Material provided:
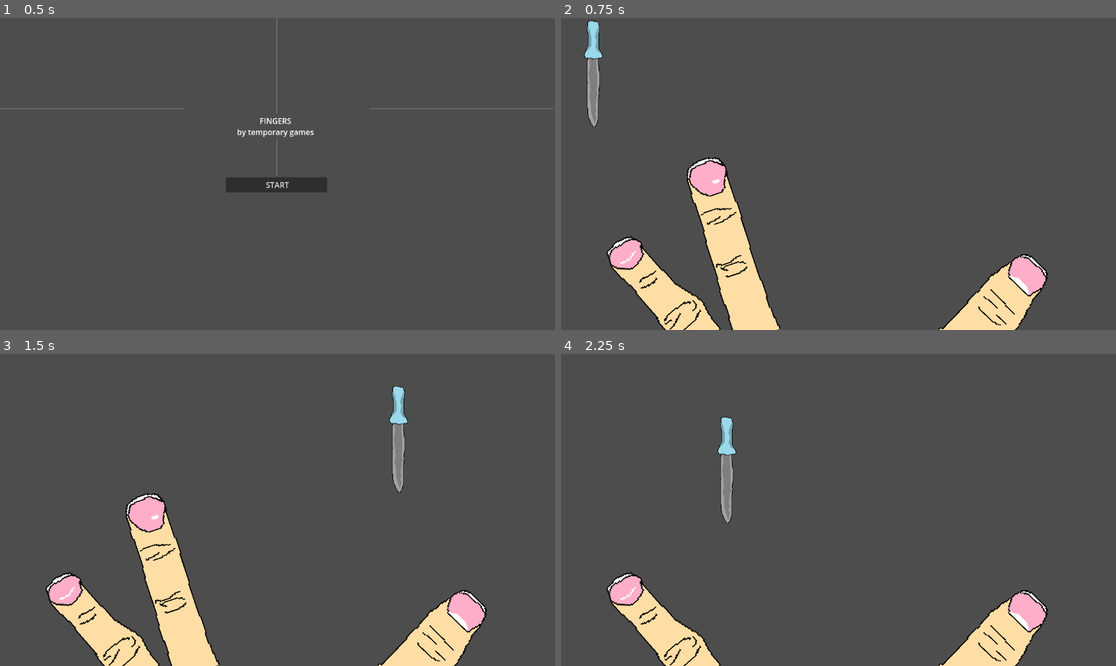
Above: before the commit, frames 1-4 (two rows, left to right).
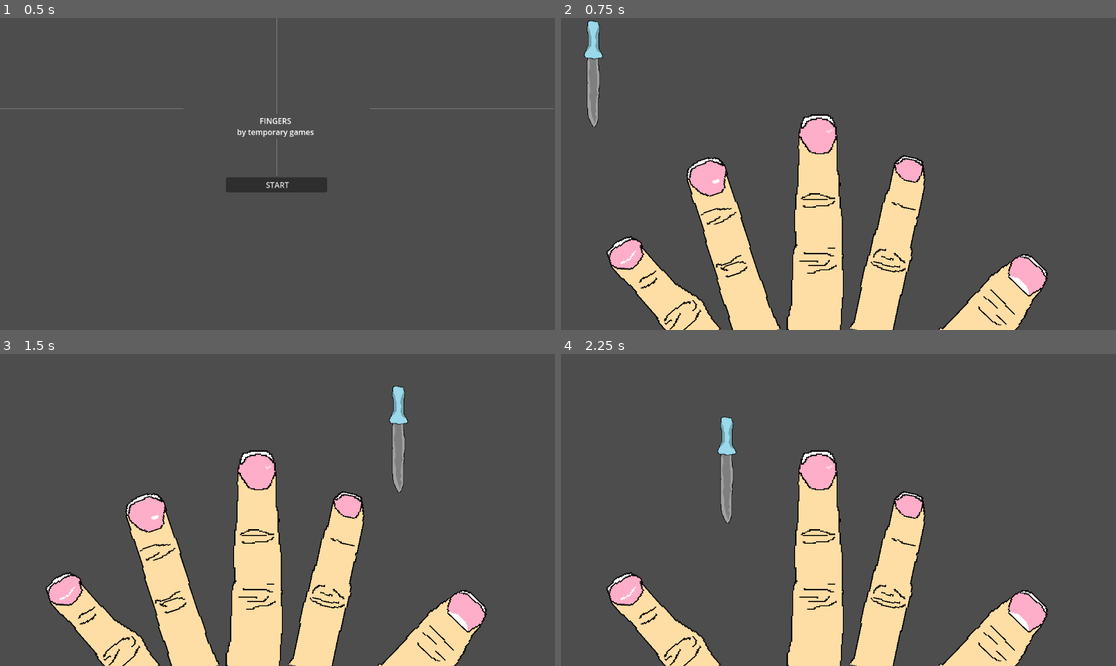
Above: after the commit, the same moments.

Repository: liamebre/fingers
Game: Godot game, scene res://scenes/main.tscn
The game is run twice, just before and just after one commit, with the same random seed, the same clock (stepped at 60 frames per second) and the same inputs.
Inputs (mouse positions are in pixels of both pictures, inside the frame that each line leads up to):
- Up to frame 1 (0.5 s): no input
- Up to frame 2 (0.75 s): click "START" at 0.5 s
- Up to frame 3 (1.5 s): tap Enter at 1.25 s; move the mouse to (399, 494) at 1.27 s; click (399, 494) at 1.35 s
- Up to frame 4 (2.25 s): tap Space at 2 s; move the mouse to (727, 525) at 2.02 s; click (727, 525) at 2.1 s

Frame 1 is identical in both runs. In frame 2, 9.7% of the frame differs, in the area x 40-66%, y 30-100%; in frame 3, 9.7%; in frame 4, 9.7%.

Commit message:
fix
i fixed the disapreance issue turns out i was silly. the fingers hit boxes were over lapping eachother causeing them to make each other disapear so i just i just had to move them in the editor

Diff:
--- a/scenes/finger.tscn
+++ b/scenes/finger.tscn
@@ -52,7 +52,7 @@
 texture = ExtResource("2_4cckd")
 
 [node name="middle" type="Area2D" parent="."]
-position = Vector2(0, -100)
+position = Vector2(3, -102)
 
 [node name="CollisionShape2D" type="CollisionShape2D" parent="middle"]
 position = Vector2(-9, 2)
@@ -60,7 +60,7 @@
 
 [node name="Middle" type="Sprite2D" parent="middle/CollisionShape2D"]
 texture_filter = 1
-position = Vector2(3, 6)
+position = Vector2(5, 4)
 texture = ExtResource("3_dtcej")
 
 [node name="point" type="Area2D" parent="."]
@@ -68,14 +68,13 @@
 
 [node name="CollisionShape2D" type="CollisionShape2D" parent="point"]
 texture_filter = 2
-position = Vector2(-21.4851, 6.86334)
+position = Vector2(-14, 7)
 rotation = 0.240855
-scale = Vector2(1, 1)
 shape = SubResource("RectangleShape2D_720ec")
 
 [node name="Point" type="Sprite2D" parent="point/CollisionShape2D"]
 texture_filter = 1
-position = Vector2(3.41711, -0.698593)
+position = Vector2(3.91117, -2.8794)
 rotation = -0.0331608
 scale = Vector2(1.04807, 1.03405)
 texture = ExtResource("5_bisjf")
--- a/scenes/main.tscn
+++ b/scenes/main.tscn
@@ -20,4 +20,10 @@
 visible = false
 position = Vector2(69, 231)
 
+[node name="setupTimer" type="Timer" parent="."]
+process_mode = 3
+wait_time = 0.5
+one_shot = true
+
 [connection signal="startgame" from="start" to="." method="_on_start_startgame"]
+[connection signal="timeout" from="setupTimer" to="." method="_on_setup_timer_timeout"]
--- a/scripts/main.gd
+++ b/scripts/main.gd
@@ -8,15 +8,19 @@
 
 
 func _setup():
-	get_tree().paused = false
 	$fingers.show()
 	$knife.show()
 	score = 0
 
 
+func _start():
+	get_tree().paused = false
+
+
 func _on_start_startgame() -> void:
 	$start.hide()
 	_setup()
+	$setupTimer.start()
 
 
 func _process(_delta: float) -> void:
@@ -27,3 +31,7 @@
 	if Input.is_action_just_pressed("lMouse"):
 		$knife.position = get_global_mouse_position()
 		score +=1
+
+
+func _on_setup_timer_timeout() -> void:
+	get_tree().paused = false
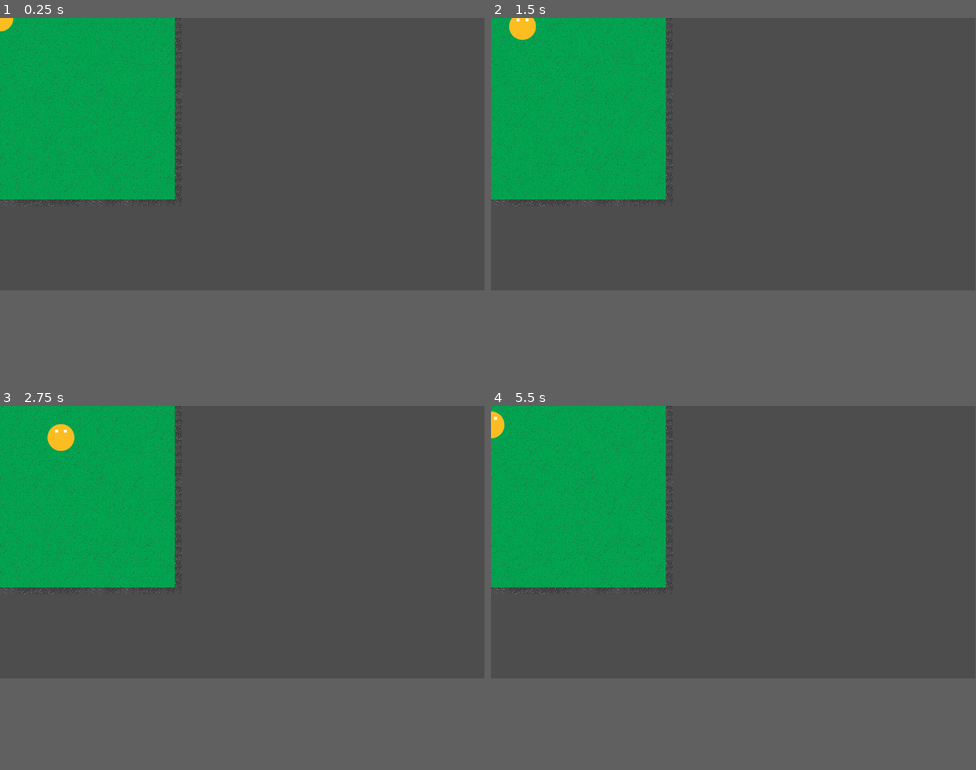
Above: before the commit, frames 1-4 (two rows, left to right).
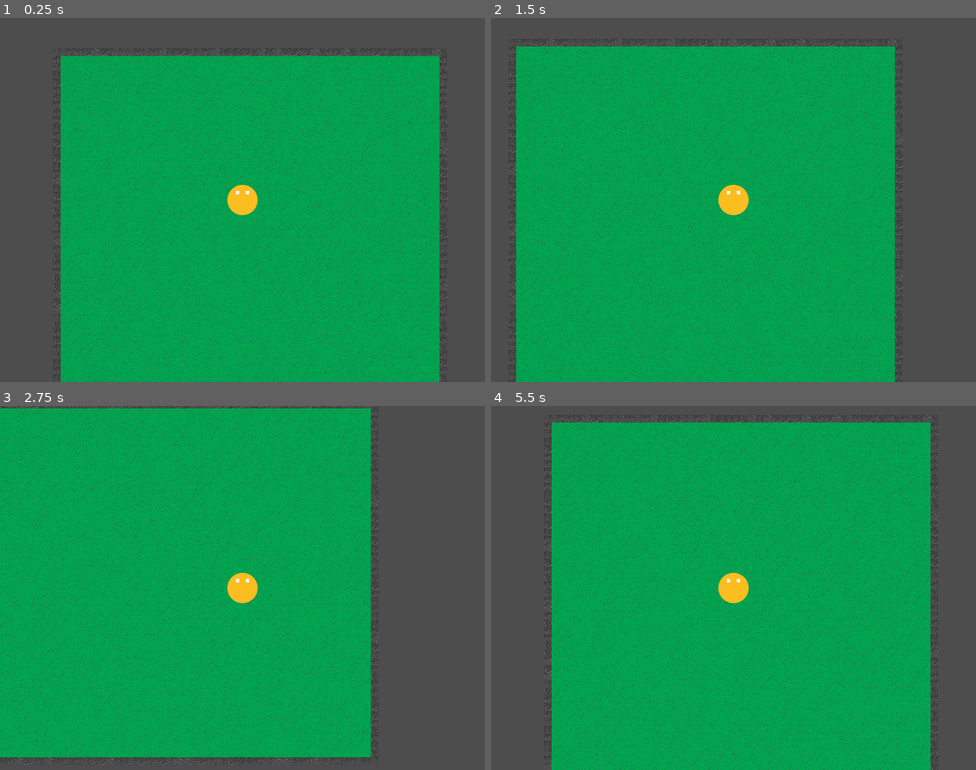
Above: after the commit, the same moments.

Repository: Silvester56/lastflower
Game: Godot game, scene res://scenes/game.tscn
Same seed, same stepped clock (60 frames per second), same inputs: the game is played once before the commit and once after it.
Inputs:
- Up to frame 1 (0.25 s): no input
- Up to frame 2 (1.5 s): tap Enter at 0.5 s; hold D (right) 0.53-1.28 s; hold S (down) from 1.28 s (still down)
- Up to frame 3 (2.75 s): release S (down) at 2.03 s; hold D (right) from 2.03 s (still down)
- Up to frame 4 (5.5 s): release D (right) at 2.78 s; hold W (up) 2.78-3.53 s; hold A (left) 3.53-5.03 s; hold S (down) from 5.03 s (still down)
The window is 799x449 before the commit and 800x600 after it. Grey fills any space a smaller window leaves; there, only what the larger window draws over its background counts as a difference.

The runs differ from the first frame. In frame 1, 59% of the frame differs, in the area x 0-100%, y 0-100%; in frame 2, 54%; in frame 3, 53%; in frame 4, 61%.

Commit message:
Change resolution and add camera behavior

Diff:
--- a/project.godot
+++ b/project.godot
@@ -14,6 +14,11 @@
 run/main_scene="res://scenes/game.tscn"
 config/features=PackedStringArray("4.3", "GL Compatibility")
 config/icon="res://icon.svg"
+
+[display]
+
+window/size/viewport_width=1024
+window/size/viewport_height=768
 
 [input]
 
--- a/scenes/game.tscn
+++ b/scenes/game.tscn
@@ -119,6 +119,8 @@
 [node name="Sprite2D" type="Sprite2D" parent="Player"]
 texture = ExtResource("2_o73di")
 
+[node name="Camera2D" type="Camera2D" parent="Player"]
+
 [node name="TileMapLayer" type="TileMapLayer" parent="."]
 tile_map_data = PackedByteArray("AADn/+z/AAABAAcAAADn/+3/AAAFAAcAAADn/+7/AAABAAcAAADn/+//AAADAAcAAADn//D/AAACAAcAAADn// …(39856 unchanged characters)…
 tile_set = SubResource("TileSet_qmeeo")

About this task:
Start from the line that holds "Change resolution and add camera behavior" and print each line to the end of the records exactly, leaving out everything before it.

Answer to this exercise:
Change resolution and add camera behavior

Diff:
--- a/project.godot
+++ b/project.godot
@@ -14,6 +14,11 @@
 run/main_scene="res://scenes/game.tscn"
 config/features=PackedStringArray("4.3", "GL Compatibility")
 config/icon="res://icon.svg"
+
+[display]
+
+window/size/viewport_width=1024
+window/size/viewport_height=768
 
 [input]
 
--- a/scenes/game.tscn
+++ b/scenes/game.tscn
@@ -119,6 +119,8 @@
 [node name="Sprite2D" type="Sprite2D" parent="Player"]
 texture = ExtResource("2_o73di")
 
+[node name="Camera2D" type="Camera2D" parent="Player"]
+
 [node name="TileMapLayer" type="TileMapLayer" parent="."]
 tile_map_data = PackedByteArray("AADn/+z/AAABAAcAAADn/+3/AAAFAAcAAADn/+7/AAABAAcAAADn/+//AAADAAcAAADn//D/AAACAAcAAADn// …(39856 unchanged characters)…
 tile_set = SubResource("TileSet_qmeeo")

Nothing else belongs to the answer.